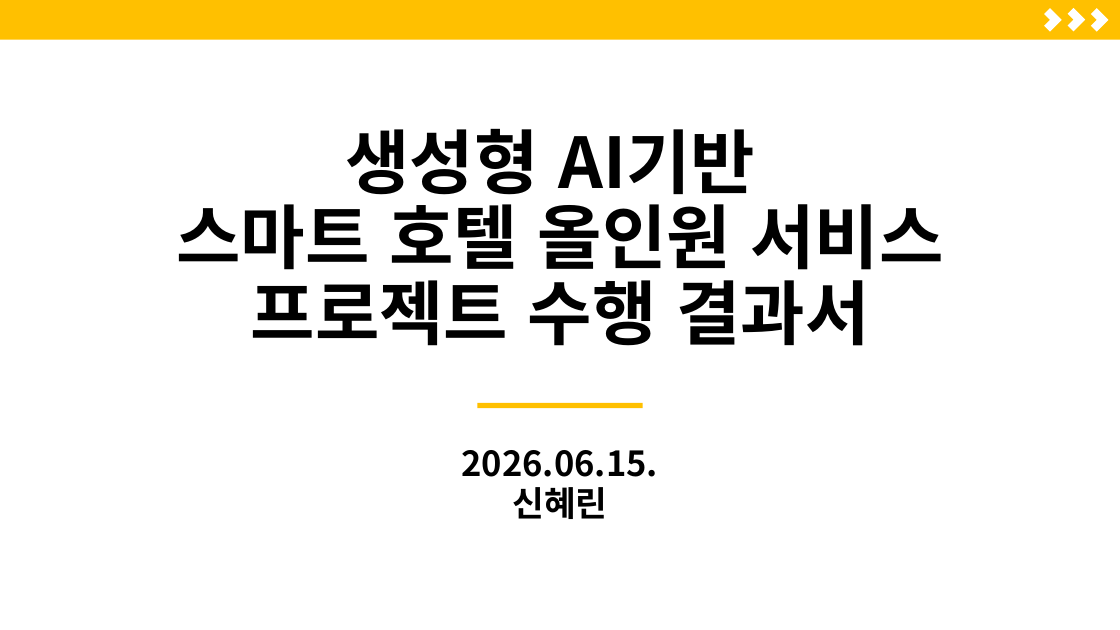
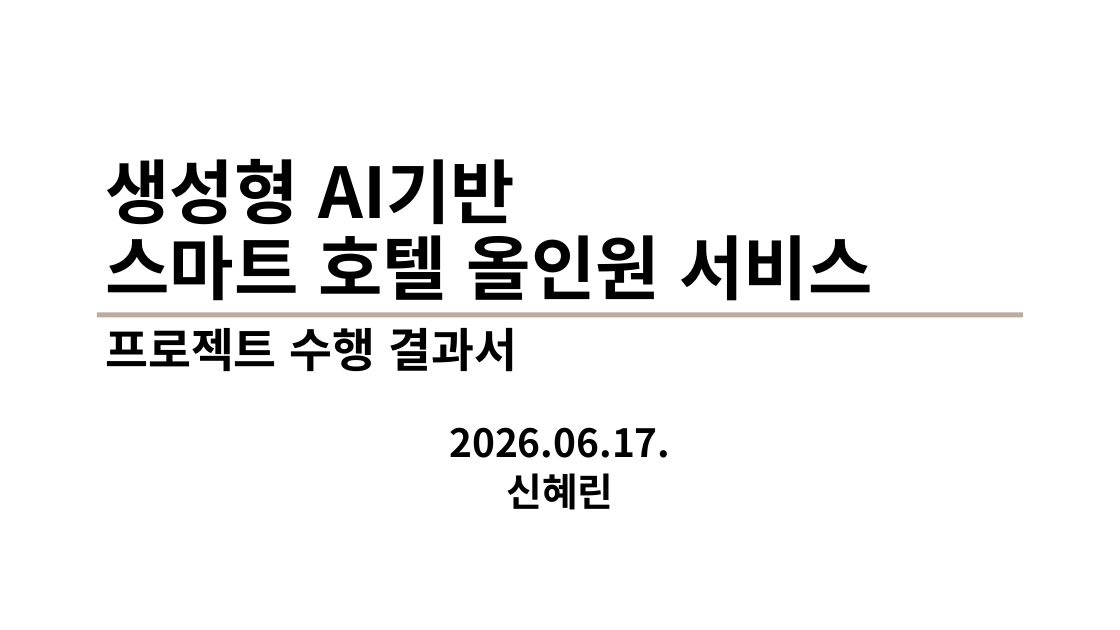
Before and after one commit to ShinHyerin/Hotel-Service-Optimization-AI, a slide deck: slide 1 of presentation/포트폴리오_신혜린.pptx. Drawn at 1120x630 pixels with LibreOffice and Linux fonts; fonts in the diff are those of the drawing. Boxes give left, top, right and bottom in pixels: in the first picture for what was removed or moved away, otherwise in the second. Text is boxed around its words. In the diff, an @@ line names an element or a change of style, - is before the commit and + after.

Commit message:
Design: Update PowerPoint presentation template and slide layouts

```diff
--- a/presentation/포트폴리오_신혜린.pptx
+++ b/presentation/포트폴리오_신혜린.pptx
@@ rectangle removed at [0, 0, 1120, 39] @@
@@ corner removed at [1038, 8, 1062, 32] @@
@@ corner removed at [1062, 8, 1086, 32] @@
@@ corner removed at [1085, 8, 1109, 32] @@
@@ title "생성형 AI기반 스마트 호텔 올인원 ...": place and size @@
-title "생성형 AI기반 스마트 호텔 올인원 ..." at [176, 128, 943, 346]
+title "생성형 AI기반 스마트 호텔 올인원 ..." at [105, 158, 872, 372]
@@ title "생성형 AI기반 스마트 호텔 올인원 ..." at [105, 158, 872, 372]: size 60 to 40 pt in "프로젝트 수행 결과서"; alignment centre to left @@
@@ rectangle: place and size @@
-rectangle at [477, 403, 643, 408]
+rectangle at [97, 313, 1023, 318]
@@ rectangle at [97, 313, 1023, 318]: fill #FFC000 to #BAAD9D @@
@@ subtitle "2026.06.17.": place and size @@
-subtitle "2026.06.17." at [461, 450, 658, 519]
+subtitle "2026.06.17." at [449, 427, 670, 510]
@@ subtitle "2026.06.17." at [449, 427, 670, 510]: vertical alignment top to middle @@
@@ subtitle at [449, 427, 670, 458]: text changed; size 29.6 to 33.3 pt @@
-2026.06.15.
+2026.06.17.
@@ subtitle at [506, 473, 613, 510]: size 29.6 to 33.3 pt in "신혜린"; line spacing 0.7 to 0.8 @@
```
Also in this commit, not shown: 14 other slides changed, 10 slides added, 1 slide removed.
========================
• [How to complete this task] Take each line in the listing that has the word "alignment" and copy it.

• [Task response]
@@ title "생성형 AI기반 스마트 호텔 올인원 ..." at [105, 158, 872, 372]: size 60 to 40 pt in "프로젝트 수행 결과서"; alignment centre to left @@
@@ subtitle "2026.06.17." at [449, 427, 670, 510]: vertical alignment top to middle @@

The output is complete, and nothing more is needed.